It looks like the NAMA system set up by Government is having a number of unintended consequences. Accountants and bankers, attracted by tax breaks for building hotel rooms, are now caught with a massive over supply. This has led to room rates at giveaway prices and meals too. Good for the consumer but is it sustainable? We say no, and it needs to change.
Normal traditional hotels, like most of what we have here in Waterford, would not be in such a category but are still stuck with the problem. However, they must suffer because, if one new entrant charges ridiculously low rates, they must follow and all lose money in a situation that endangers their long term viability.
The over supply created by tax breaks should cause people to think. Why not convert some of these to nursing homes? The HSE could also use the buildings for housing patients that find they need more time for rehabilitation and they could be a half way point to full discharge. With the structures of many mental hospitals in deteriorating condition, there could be an option to use surplus hotels following some conversion. The State is lacking major school facilities and children are taught in pre-fab units. Could some of the hotels be reconfigured and used as schools? It is time to think out side the box, as they say.
Some radical ideas are needed as this waste of accommodation and quality building could be put to some creative use.

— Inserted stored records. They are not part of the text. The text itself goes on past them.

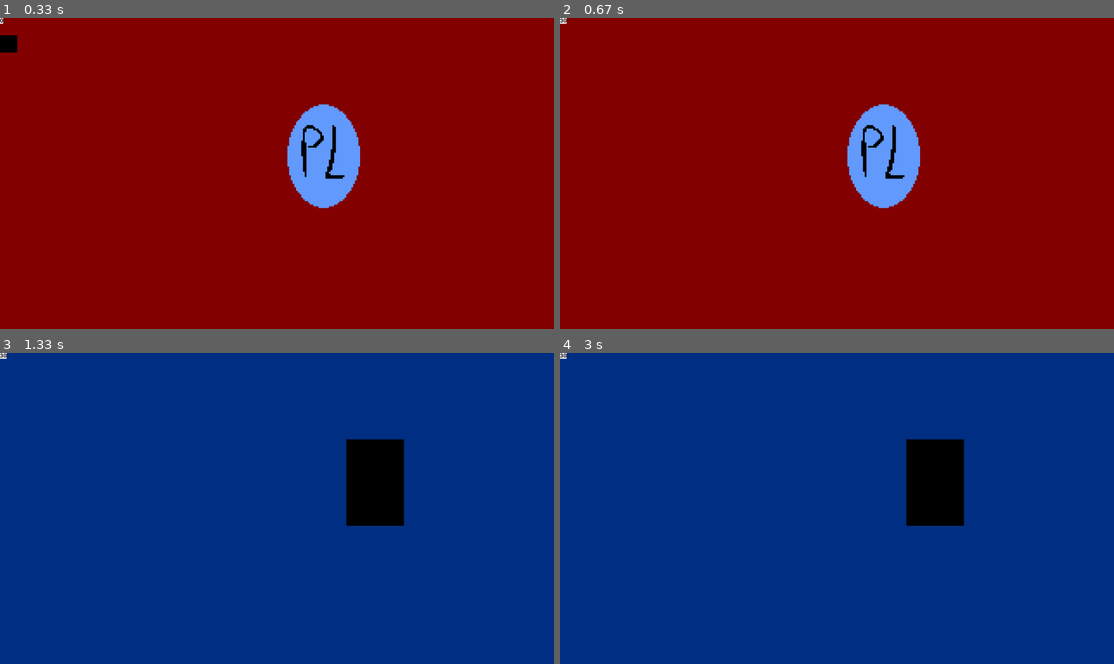
Above: before the commit, frames 1-4 (two rows, left to right).
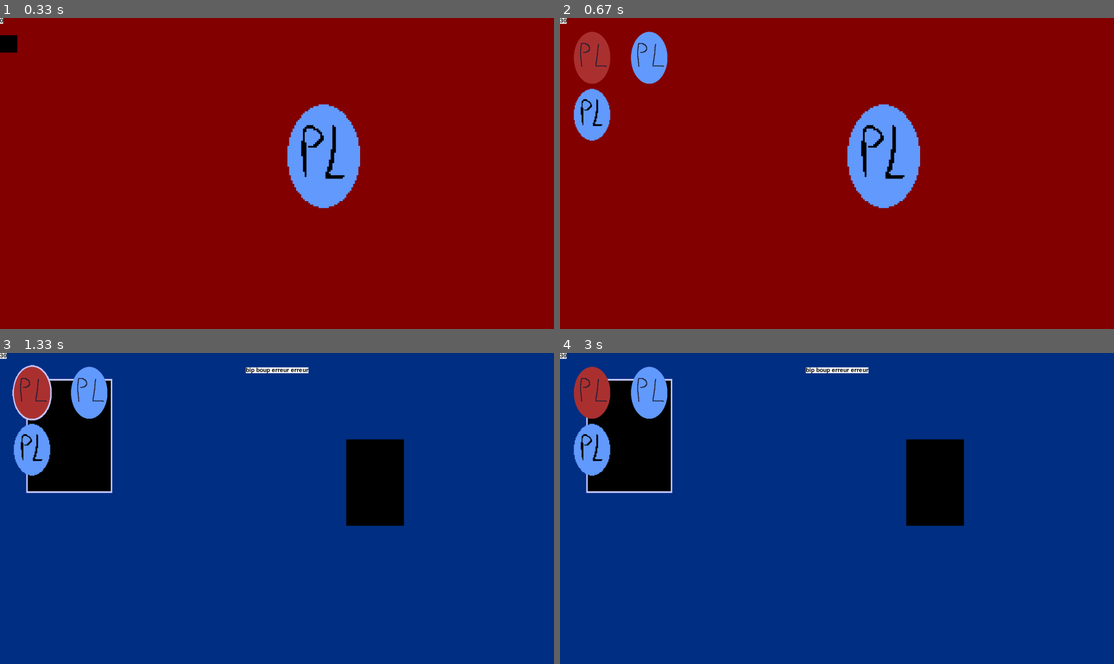
Above: after the commit, the same moments.

Repository: PouchyCorp/TrophNSI
Game: pygame game, started from sources/main.py
The game is run twice, just before and just after one commit, with the same random seed, the same clock (stepped at 60 frames per second) and the same inputs.
Inputs (mouse positions are in pixels of both pictures, inside the frame that each line leads up to):
- Up to frame 1 (0.33 s): no input
- Up to frame 2 (0.67 s): tap Space at 0.33 s
- Up to frame 3 (1.33 s): click (321, 489) at 0.72 s; click (33, 393) at 1.05 s
- Up to frame 4 (3 s): tap Space at 1.4, 1.7 s; press the mouse at (593, 449) at 1.87 s; move the mouse to (704, 443) at 1.97 s; release the mouse at (814, 433) at 2.1 s; press the mouse at (936, 483) at 2.7 s; move the mouse to (781, 480) at 2.8 s; release the mouse at (632, 477) at 2.93 s

Frame 1 is identical in both runs. In frame 2, 2.6% of the frame differs, in the area x 2-20%, y 4-40%; in frame 3, 6.8%, in the area x 2-56%, y 3-46%; in frame 4, 6.8%.

Commit message:
inventory highlight

Diff:
--- a/sources/main.py
+++ b/sources/main.py
@@ -43,10 +43,10 @@
     while True:
         CLOCK.tick(30)
         WIN.blit(current_room.bg_surf, (0,0))
-        pos = pg.mouse.get_pos()
+        mouse_pos : Coord = Coord(current_room.num , pg.mouse.get_pos())
 
         for placeable in current_room.placed:
-            if placeable.rect.collidepoint(pos):
+            if placeable.rect.collidepoint(mouse_pos.xy):
                 placeable.draw_outline(WIN)
                 pg.mouse.set_cursor(pg.SYSTEM_CURSOR_HAND)
             else:
@@ -56,24 +56,19 @@
         events = pg.event.get()
         keys = pg.key.get_pressed()
 
-        if keys[pg.K_SPACE]:
-            #toggle inventory
-            print(inventory.opened)
-            if inventory.opened:
-                inventory.opened = False
-                inventory.close()
-            else:
-                inventory.opened = True
-                inventory.open()
-
         for event in events:
             if event.type == pg.QUIT:
                 pg.quit()
                 sys.exit()
 
+            if event.type == pg.KEYDOWN:
+                if event.key == pg.K_SPACE:
+                    inventory.toggle()
+                    print(inventory.opened)
+
             if event.type == pg.MOUSEBUTTONUP:
                 for placeable in current_room.placed:
-                    if placeable.rect.collidepoint(pos[0], pos[1]):
+                    if placeable.rect.collidepoint(mouse_pos.x, mouse_pos.y):
                         match placeable.name:
                             case 'R1_stairs':
                                 current_room = R2
@@ -89,7 +84,7 @@
 
         #use blits because more performant
         current_room.draw_placed(WIN)
-        inventory.draw(WIN)
+        inventory.draw(WIN, mouse_pos)
         render_popups()
 
         pg.display.flip()
--- a/sources/objects/inventory.py
+++ b/sources/objects/inventory.py
@@ -15,7 +15,6 @@
 
     def open(self):
         self.showed_objects = self.lst[self._page*8:]
-        self.opened = True
 
         for ind , obj in enumerate(self.showed_objects):
             #8 element at a time ( or else too big)
@@ -38,18 +37,30 @@
     def close(self):
         #to optimize if needed
         self.showed_objects = []
-        self.opened = True
 
-    def draw(self, win : Surface):
+    def toggle(self):
+        self.opened = not self.opened
+
         if self.opened:
+            self.open()
+        else:
+            self.close()
+
+    def draw(self, win : Surface, mouse_pos : Coord):
+        if self.opened:
+            self.mouse_highlight(win, mouse_pos)
             win.blits([(plcb.surf, plcb.rect) for plcb in self.showed_objects])
         else:
             win.blit(Surface((60,60)), (0,60))
 
+    def mouse_highlight(self, win : Surface, mouse_pos : Coord):
+        for placeable in self.showed_objects:
+            if placeable.rect.collidepoint(mouse_pos.xy):
+                placeable.draw_outline(win)
 
 
-    def select_item(self, xy : Coord) -> int:
-        """return the index of the item selected
+    def select_item(self, xy : Coord) -> str | None:
+        """return the name of the item selected
         returns -1 if no items"""
 
         return
--- a/sources/room_config.py
+++ b/sources/room_config.py
@@ -19,6 +19,9 @@
 #R2
 R2 = Room(2,image.load("data/bg_test_2.png"))
 R2_stairs = Placeable('R2_stairs', Coord(1,(1200,300)), Surface((200,300)))
+test_canva = Placeable('test_canva', Coord(1,(100,100)), Surface((48*6,64*6)))
+
+R2.placed.append(test_canva)
 R2.placed.append(R2_stairs)
 R2.blacklist.append(R2_stairs)
 
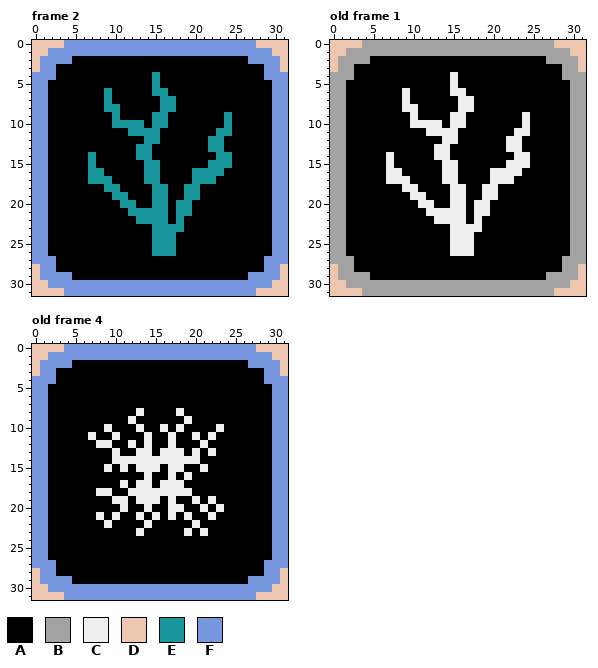
Edited in one commit: pixel-art file (td/assets/buttons.aseprite). Above, as it was before the edit.
32x32 pixels, 4 frames. Shown: frame 2, old frame 1, old frame 4.
Palette (. is transparent): A #000000  B #a3a3a3  C #eeeeee  D #edc7b0  E #19959c  F #7696de
And afterwards:
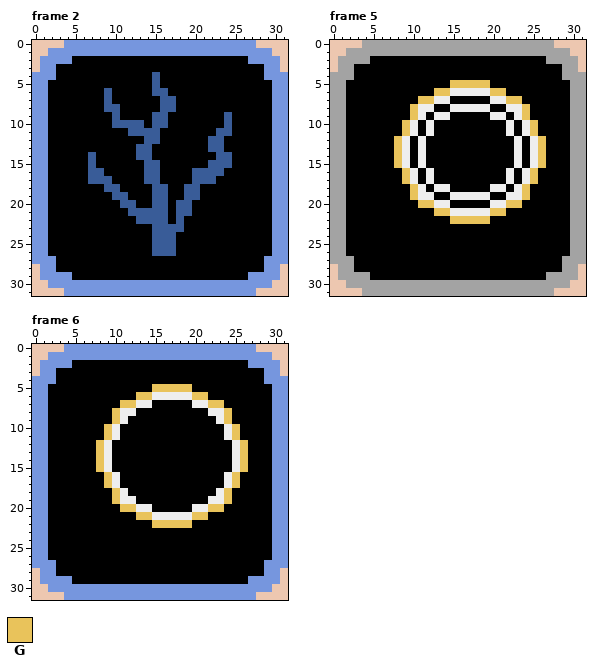
Colours new in this view: G #e9c35b
A new or re-ordered frame is compared with the old frame closest to it.
Difference:
frames 4 -> 6
colour E: #19959c -> #395c98
Changed rows in their new state; - is a pixel that keeps its letter.
Frame 5 is new; against old frame 1, layer "icon":
first column x 7:
 4 --------A-----------
 5 --------GGGGG-------
 6 --A---GG--CCCGG-----
 7 --A-GGCC-AA--CCGG---
 8 --AGCC--C--CC--CCG--
 9 ---GC-CCAA---CC-CG--
10 --G-A-A-AA-----C--G-
11 --GC--AAA------CA-G-
12 -GC-C--AA------A--CG
13 -GC-C-AA-------A--CG
14 AGC-C-AA---------ACG
15 AGC-C--AA------A-ACG
16 AAGC-C-AA----AA-ACG-
17 AAGC-C-AA----AA--CG-
18 --AGC-CCAA--A-C-CG--
19 ---G-C----CC-A-CCG--
20 ----GGCCAA-AACCGG---
21 -----AGG--C--GG-----
22 ------AAGGGGG-------
23 --------AAAA--------
24 --------AAA---------
25 --------AAA---------
26 --------AAA---------
Frame 6 is new; against old frame 4, layer "icon":
first column x 7:
 5 --------GGGGG-------
 6 ------GGCCCCCGG-----
 7 ----GGCC-----CCGG---
 8 ---GCCA----A---CCG--
 9 ---GCA------A---CG--
10 --GC--A--A-A----ACG-
11 A-G----A--A--A-A-CG-
12 -G---A-A--A---A---CG
13 -GCA--AA-AAA-A-A--CG
14 -GCAAAAAAAAAAA----CG
15 -G--A-AAA-AA--A---CG
16 --GC---A--A-A----CG-
17 --GCA-AA-AAA-----CG-
18 -AAGCAAAAAAAA---CG--
19 ---G-CAAA-A--A--CG--
20 ----GGC---AA-C-GG---
21 -A-A--GG-C-C-GGA----
22 --A----AGGGGGA------
23 ------A-----A-A-----
Where, in picture pixels (left, top, right, bottom), the same in both pictures:
changed: (88, 72, 232, 256)
changed: (386, 72, 546, 256)
changed: (88, 384, 248, 536)

Some empty buildings are being used as community centres as happened in Donegal after a hotel closed up when the builder owners could no longer keep it going.
Builders were using hotel investment as a means of reinvesting profits that would otherwise be paid in tax in some cases. Is the NAMA hotel option right currently? We think not but, if we have an over supply, a change is needed.
We can recall that, in Britain, there was once a thing called ‘unfair trading’ and now we have it in this country in the hotel sector as well as in other businesses where rates are cut just to get cash in the door. This is not good in the long term as jobs and businesses will eventually go.